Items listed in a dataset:
========

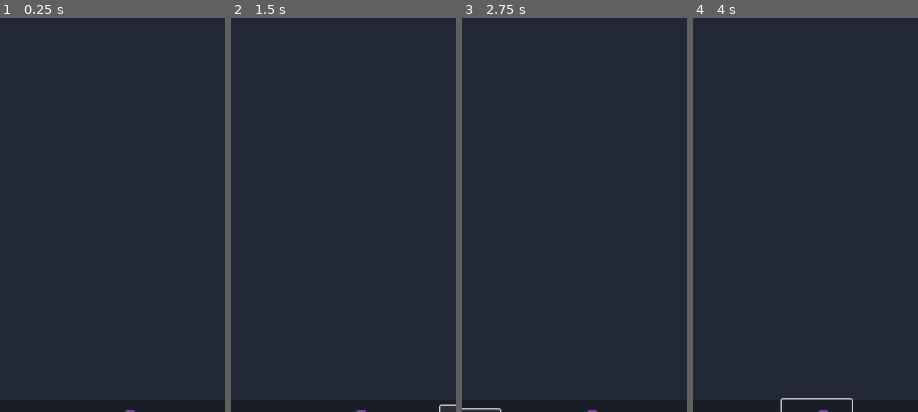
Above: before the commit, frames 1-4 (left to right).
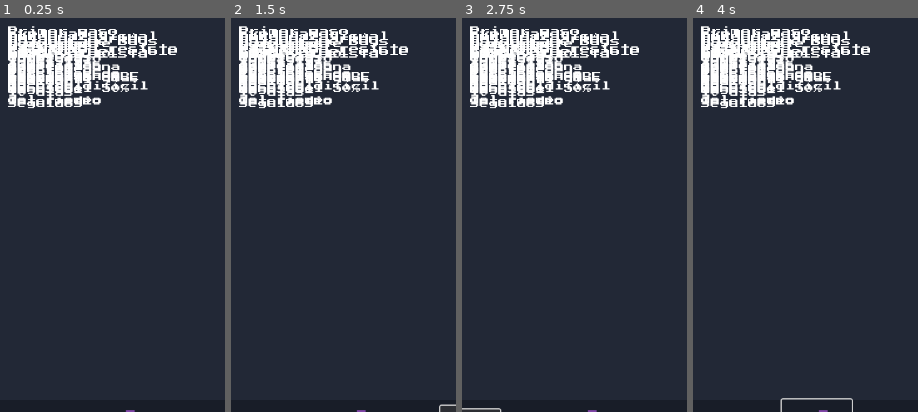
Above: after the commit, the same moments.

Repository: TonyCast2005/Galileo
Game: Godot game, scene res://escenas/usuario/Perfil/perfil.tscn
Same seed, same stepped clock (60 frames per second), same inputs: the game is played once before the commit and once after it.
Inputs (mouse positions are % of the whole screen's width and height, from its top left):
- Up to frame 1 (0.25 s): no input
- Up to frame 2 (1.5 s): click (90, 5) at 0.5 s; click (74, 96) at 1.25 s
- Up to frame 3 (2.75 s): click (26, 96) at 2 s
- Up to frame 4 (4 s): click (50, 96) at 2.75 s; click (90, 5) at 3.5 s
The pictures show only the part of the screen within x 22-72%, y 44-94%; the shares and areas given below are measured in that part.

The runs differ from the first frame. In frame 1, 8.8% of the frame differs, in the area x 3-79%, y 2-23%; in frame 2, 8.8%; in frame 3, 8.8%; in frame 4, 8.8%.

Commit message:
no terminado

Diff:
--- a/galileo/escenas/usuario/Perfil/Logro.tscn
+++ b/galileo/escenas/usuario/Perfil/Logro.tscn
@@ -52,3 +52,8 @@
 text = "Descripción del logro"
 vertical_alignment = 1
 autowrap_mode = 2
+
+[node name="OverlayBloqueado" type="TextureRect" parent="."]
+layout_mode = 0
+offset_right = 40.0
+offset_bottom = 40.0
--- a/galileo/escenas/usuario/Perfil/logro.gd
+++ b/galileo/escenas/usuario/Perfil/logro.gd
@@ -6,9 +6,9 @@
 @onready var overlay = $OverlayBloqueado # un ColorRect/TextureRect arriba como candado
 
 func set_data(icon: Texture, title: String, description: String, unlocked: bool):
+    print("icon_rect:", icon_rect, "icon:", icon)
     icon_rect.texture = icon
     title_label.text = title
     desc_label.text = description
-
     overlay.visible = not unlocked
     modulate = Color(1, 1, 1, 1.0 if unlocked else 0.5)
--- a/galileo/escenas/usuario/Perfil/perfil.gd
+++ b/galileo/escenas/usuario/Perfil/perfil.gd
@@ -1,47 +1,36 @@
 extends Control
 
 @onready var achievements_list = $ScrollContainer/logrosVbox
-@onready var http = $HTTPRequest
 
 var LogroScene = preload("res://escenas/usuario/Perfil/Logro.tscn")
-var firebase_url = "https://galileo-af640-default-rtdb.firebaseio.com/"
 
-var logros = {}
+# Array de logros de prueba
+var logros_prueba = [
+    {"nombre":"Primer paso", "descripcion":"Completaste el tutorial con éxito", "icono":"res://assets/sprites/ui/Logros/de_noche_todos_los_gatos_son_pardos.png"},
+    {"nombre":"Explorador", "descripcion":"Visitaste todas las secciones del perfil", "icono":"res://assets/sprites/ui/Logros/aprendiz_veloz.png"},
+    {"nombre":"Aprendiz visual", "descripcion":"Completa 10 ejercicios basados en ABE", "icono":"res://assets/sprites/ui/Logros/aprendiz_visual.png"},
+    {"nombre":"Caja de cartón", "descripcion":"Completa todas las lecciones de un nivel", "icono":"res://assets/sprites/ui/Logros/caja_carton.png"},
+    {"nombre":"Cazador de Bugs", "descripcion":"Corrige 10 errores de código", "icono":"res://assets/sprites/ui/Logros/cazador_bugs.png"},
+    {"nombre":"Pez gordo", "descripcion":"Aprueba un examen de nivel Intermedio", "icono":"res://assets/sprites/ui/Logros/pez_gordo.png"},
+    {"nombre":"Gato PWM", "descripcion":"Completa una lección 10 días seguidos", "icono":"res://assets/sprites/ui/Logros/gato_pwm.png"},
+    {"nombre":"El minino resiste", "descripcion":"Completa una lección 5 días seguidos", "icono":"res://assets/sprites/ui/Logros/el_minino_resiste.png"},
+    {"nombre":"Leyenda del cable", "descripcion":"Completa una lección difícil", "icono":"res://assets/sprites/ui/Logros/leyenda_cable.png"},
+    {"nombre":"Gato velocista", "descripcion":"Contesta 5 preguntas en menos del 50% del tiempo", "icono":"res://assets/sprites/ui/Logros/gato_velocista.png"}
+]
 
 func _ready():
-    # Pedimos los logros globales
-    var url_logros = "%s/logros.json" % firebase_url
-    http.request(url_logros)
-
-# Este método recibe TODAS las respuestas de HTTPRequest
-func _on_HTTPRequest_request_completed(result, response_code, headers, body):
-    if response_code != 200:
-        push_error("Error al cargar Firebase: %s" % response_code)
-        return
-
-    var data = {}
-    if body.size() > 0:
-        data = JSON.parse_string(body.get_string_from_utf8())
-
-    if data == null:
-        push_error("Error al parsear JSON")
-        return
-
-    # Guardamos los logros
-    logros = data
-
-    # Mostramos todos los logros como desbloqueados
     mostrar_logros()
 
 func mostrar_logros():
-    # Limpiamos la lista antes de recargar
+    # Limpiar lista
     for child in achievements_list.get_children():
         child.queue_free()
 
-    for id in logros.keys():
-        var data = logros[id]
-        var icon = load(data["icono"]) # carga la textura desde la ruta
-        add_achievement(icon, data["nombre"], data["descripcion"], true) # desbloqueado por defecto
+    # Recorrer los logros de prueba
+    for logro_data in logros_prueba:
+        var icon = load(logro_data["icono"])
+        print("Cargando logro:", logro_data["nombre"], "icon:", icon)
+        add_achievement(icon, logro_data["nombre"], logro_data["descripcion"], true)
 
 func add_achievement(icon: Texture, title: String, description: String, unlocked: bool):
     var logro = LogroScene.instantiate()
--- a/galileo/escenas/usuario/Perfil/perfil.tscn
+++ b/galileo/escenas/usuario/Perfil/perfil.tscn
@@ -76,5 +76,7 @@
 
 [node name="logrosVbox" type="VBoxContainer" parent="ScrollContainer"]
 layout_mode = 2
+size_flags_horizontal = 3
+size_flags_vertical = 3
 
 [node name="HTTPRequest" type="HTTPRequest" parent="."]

========

◆ Problem requirements: For the string "ScrollContainer", tally the lines above that contain it and give only the figure.

◆ Solved exercise: 2